• [Exercise directions] Your task is to transcribe all of the data below exactly, omitting the images.
::::::::
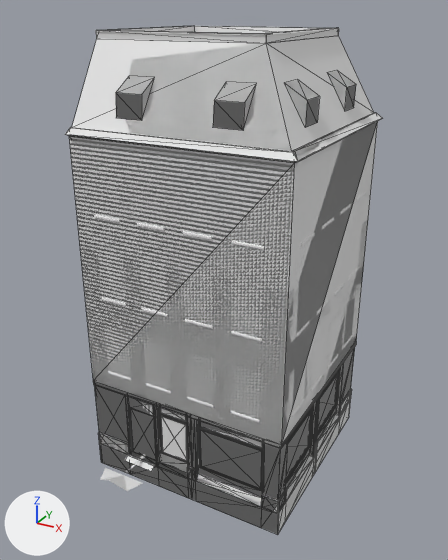
Renders of the Blender file rnc_source_files/Apartments/Variant2/Cube9/rnc_apt_v2_c9_c1_f4.blend from each side of a commit.
Camera for both pictures: a 50 mm camera at (16.3, -17.7, 18.6) aimed at (4.8, 3.2, 8.1). The axes (+X, +Y, +Z) are drawn at lower left. The lights are the same throughout. Mesh edges are drawn as thin lines on the coarser meshes.

In view in the first picture: 'Door_FireGeometry', 'Frame_1', 'Frame_FireGeometry', 'Roof_1', 'Roof_GeometryPhys', 'Roof_Roadway', 'Upper-Floor_1', 'Upper-Floor_FireGeometry', 'Window_1', 'Window_FireGeometry'.
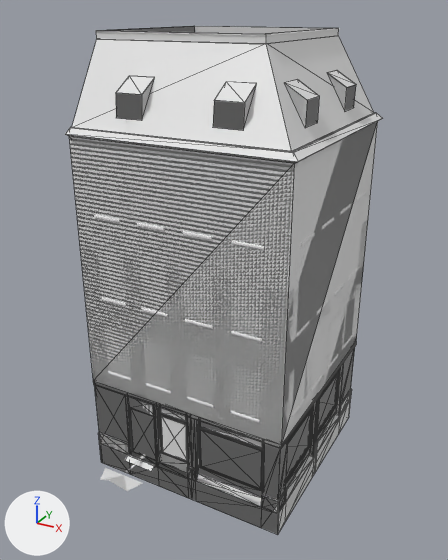
Boxes (x1, y1, x2, y2) around the edits, measured in the pictures (448 x 560 px; the box of a moved part takes in the faces that stretch with it):
'Roof_GeometryPhys', reshaped, moved (not visible afterwards): before (66, 26, 373, 163)
'Roof_Roadway', reshaped: before (109, 26, 331, 34); after (84, 27, 379, 162)
'Roof_ViewGeometry', reshaped, moved (not visible before): after (65, 26, 356, 163)
part 1 of me_roof_geometryphys, moved or reshaped (not visible afterwards): before (66, 26, 373, 162)
part 2 of me_roof_viewgeometry, moved or reshaped (not visible before): after (107, 26, 195, 32)
part 3 of me_plane, added: after (84, 43, 379, 162)
part 4 of me_plane, added: after (215, 79, 319, 103)
part 5 of me_plane, added: after (327, 70, 356, 87)
part 6 of me_plane, added: after (116, 76, 155, 95)
'Window_FireGeometry', unchanged, covered by the edit: before (200, 369, 339, 480)
'Window_GeometryPhys', unchanged, uncovered by the edit: after (200, 369, 339, 480)

What changed in the scene script:
```text
Add mat_concrete_surface_001:
    mat_concrete_surface_001 = principled_material('Concrete Surface.001')
    mat_concrete_surface_001.base_color = (0.8, 0.8, 0.8)  # white #e7e7e7
Change me_roof_geometryphys:
    used by ob_roof_geometryphys; location = (0.05, 0.1, 14.25)
    remove me_roof_geometryphys.from_pydata(...)  # 75 vertices, 138 faces; spans x -0.05..9.2, y -0.35..8.9, z -0.05..3.54
    add me_roof_geometryphys.from_pydata(...)  # 91 vertices, 72 faces; spans x -0.05..9.2, y -0.35..8.9, z -0.05..3.54
    me_roof_geometryphys part 1: 1 vertex moved from x 6.9, y 1.95, z 3.25 to x 6.89, y 1.95, z 3.25; 15 vertices removed from x 0.0..9.0, y -0.15..8.9, z -0.05..3.54; 31 vertices added at x -0.05..9.0, y -0.15..8.9, z -0.05..3.54
Change me_roof_viewgeometry:
    used by ob_roof_viewgeometry; location = (0.05, 0.1, 14.25)
    remove me_roof_viewgeometry.from_pydata(...)  # 75 vertices, 138 faces; spans x -0.05..9.2, y -0.35..8.9, z -0.05..3.54
    add me_roof_viewgeometry.from_pydata(...)  # 91 vertices, 72 faces; spans x -0.05..9.2, y -0.35..8.9, z -0.05..3.54
    me_roof_viewgeometry part 2: 1 vertex moved from x 6.9, y 1.95, z 3.25 to x 6.89, y 1.95, z 3.25; 15 vertices removed from x 0.0..9.0, y -0.15..8.9, z -0.05..3.54; 31 vertices added at x -0.05..9.0, y -0.15..8.9, z -0.05..3.54
Change me_plane:
    used by ob_roof_roadway; location = (5.95, 7.9, 17.5)
    remove me_plane.from_pydata(...)  # 12 vertices, 6 faces; spans x -5.95..1.09, y -5.95..1.1, z 0.01..0.3
    remove me_plane.materials.append(mat_concrete_surface)  # white #e7e7e7
    add me_plane.from_pydata(...)  # 42 vertices, 30 faces; spans x -5.95..3.3, y -8.15..1.1, z -3.2..0.3
    me_plane part 3: a new loose piece of 14 vertices spanning x -5.95..3.3, y -8.15..1.1, z -3.2..0.01, in mat_concrete_surface_001 (white #e7e7e7)
    me_plane part 4: 8 vertices added at x 0.0..2.64, y -7.49..-4.88, z -1.67..-1.17
    me_plane part 5: 4 vertices added at x 1.81..2.64, y -2.0..-0.88, z -1.67..-1.17
    me_plane part 6: 4 vertices added at x -4.0..-2.88, y -7.49..-6.66, z -1.67..-1.17
    add me_plane.materials.append(mat_concrete_surface_001)  # white #e7e7e7
Change ob_roof_geometryphys:
    ob_roof_geometryphys.location: (0.05, 0.1, 14.25) -> (0.05, 0.1, 14.24)
Change ob_roof_viewgeometry:
    ob_roof_viewgeometry.location: (0.05, 0.1, 14.25) -> (0.05, 0.1, 14.24)
```
::::::::
• [Worked solution]
Renders of the Blender file rnc_source_files/Apartments/Variant2/Cube9/rnc_apt_v2_c9_c1_f4.blend from each side of a commit.
Camera for both pictures: a 50 mm camera at (16.3, -17.7, 18.6) aimed at (4.8, 3.2, 8.1). The axes (+X, +Y, +Z) are drawn at lower left. The lights are the same throughout. Mesh edges are drawn as thin lines on the coarser meshes.

In view in the first picture: 'Door_FireGeometry', 'Frame_1', 'Frame_FireGeometry', 'Roof_1', 'Roof_GeometryPhys', 'Roof_Roadway', 'Upper-Floor_1', 'Upper-Floor_FireGeometry', 'Window_1', 'Window_FireGeometry'.
Boxes (x1, y1, x2, y2) around the edits, measured in the pictures (448 x 560 px; the box of a moved part takes in the faces that stretch with it):
'Roof_GeometryPhys', reshaped, moved (not visible afterwards): before (66, 26, 373, 163)
'Roof_Roadway', reshaped: before (109, 26, 331, 34); after (84, 27, 379, 162)
'Roof_ViewGeometry', reshaped, moved (not visible before): after (65, 26, 356, 163)
part 1 of me_roof_geometryphys, moved or reshaped (not visible afterwards): before (66, 26, 373, 162)
part 2 of me_roof_viewgeometry, moved or reshaped (not visible before): after (107, 26, 195, 32)
part 3 of me_plane, added: after (84, 43, 379, 162)
part 4 of me_plane, added: after (215, 79, 319, 103)
part 5 of me_plane, added: after (327, 70, 356, 87)
part 6 of me_plane, added: after (116, 76, 155, 95)
'Window_FireGeometry', unchanged, covered by the edit: before (200, 369, 339, 480)
'Window_GeometryPhys', unchanged, uncovered by the edit: after (200, 369, 339, 480)

What changed in the scene script:
```text
Add mat_concrete_surface_001:
    mat_concrete_surface_001 = principled_material('Concrete Surface.001')
    mat_concrete_surface_001.base_color = (0.8, 0.8, 0.8)  # white #e7e7e7
Change me_roof_geometryphys:
    used by ob_roof_geometryphys; location = (0.05, 0.1, 14.25)
    remove me_roof_geometryphys.from_pydata(...)  # 75 vertices, 138 faces; spans x -0.05..9.2, y -0.35..8.9, z -0.05..3.54
    add me_roof_geometryphys.from_pydata(...)  # 91 vertices, 72 faces; spans x -0.05..9.2, y -0.35..8.9, z -0.05..3.54
    me_roof_geometryphys part 1: 1 vertex moved from x 6.9, y 1.95, z 3.25 to x 6.89, y 1.95, z 3.25; 15 vertices removed from x 0.0..9.0, y -0.15..8.9, z -0.05..3.54; 31 vertices added at x -0.05..9.0, y -0.15..8.9, z -0.05..3.54
Change me_roof_viewgeometry:
    used by ob_roof_viewgeometry; location = (0.05, 0.1, 14.25)
    remove me_roof_viewgeometry.from_pydata(...)  # 75 vertices, 138 faces; spans x -0.05..9.2, y -0.35..8.9, z -0.05..3.54
    add me_roof_viewgeometry.from_pydata(...)  # 91 vertices, 72 faces; spans x -0.05..9.2, y -0.35..8.9, z -0.05..3.54
    me_roof_viewgeometry part 2: 1 vertex moved from x 6.9, y 1.95, z 3.25 to x 6.89, y 1.95, z 3.25; 15 vertices removed from x 0.0..9.0, y -0.15..8.9, z -0.05..3.54; 31 vertices added at x -0.05..9.0, y -0.15..8.9, z -0.05..3.54
Change me_plane:
    used by ob_roof_roadway; location = (5.95, 7.9, 17.5)
    remove me_plane.from_pydata(...)  # 12 vertices, 6 faces; spans x -5.95..1.09, y -5.95..1.1, z 0.01..0.3
    remove me_plane.materials.append(mat_concrete_surface)  # white #e7e7e7
    add me_plane.from_pydata(...)  # 42 vertices, 30 faces; spans x -5.95..3.3, y -8.15..1.1, z -3.2..0.3
    me_plane part 3: a new loose piece of 14 vertices spanning x -5.95..3.3, y -8.15..1.1, z -3.2..0.01, in mat_concrete_surface_001 (white #e7e7e7)
    me_plane part 4: 8 vertices added at x 0.0..2.64, y -7.49..-4.88, z -1.67..-1.17
    me_plane part 5: 4 vertices added at x 1.81..2.64, y -2.0..-0.88, z -1.67..-1.17
    me_plane part 6: 4 vertices added at x -4.0..-2.88, y -7.49..-6.66, z -1.67..-1.17
    add me_plane.materials.append(mat_concrete_surface_001)  # white #e7e7e7
Change ob_roof_geometryphys:
    ob_roof_geometryphys.location: (0.05, 0.1, 14.25) -> (0.05, 0.1, 14.24)
Change ob_roof_viewgeometry:
    ob_roof_viewgeometry.location: (0.05, 0.1, 14.25) -> (0.05, 0.1, 14.24)
```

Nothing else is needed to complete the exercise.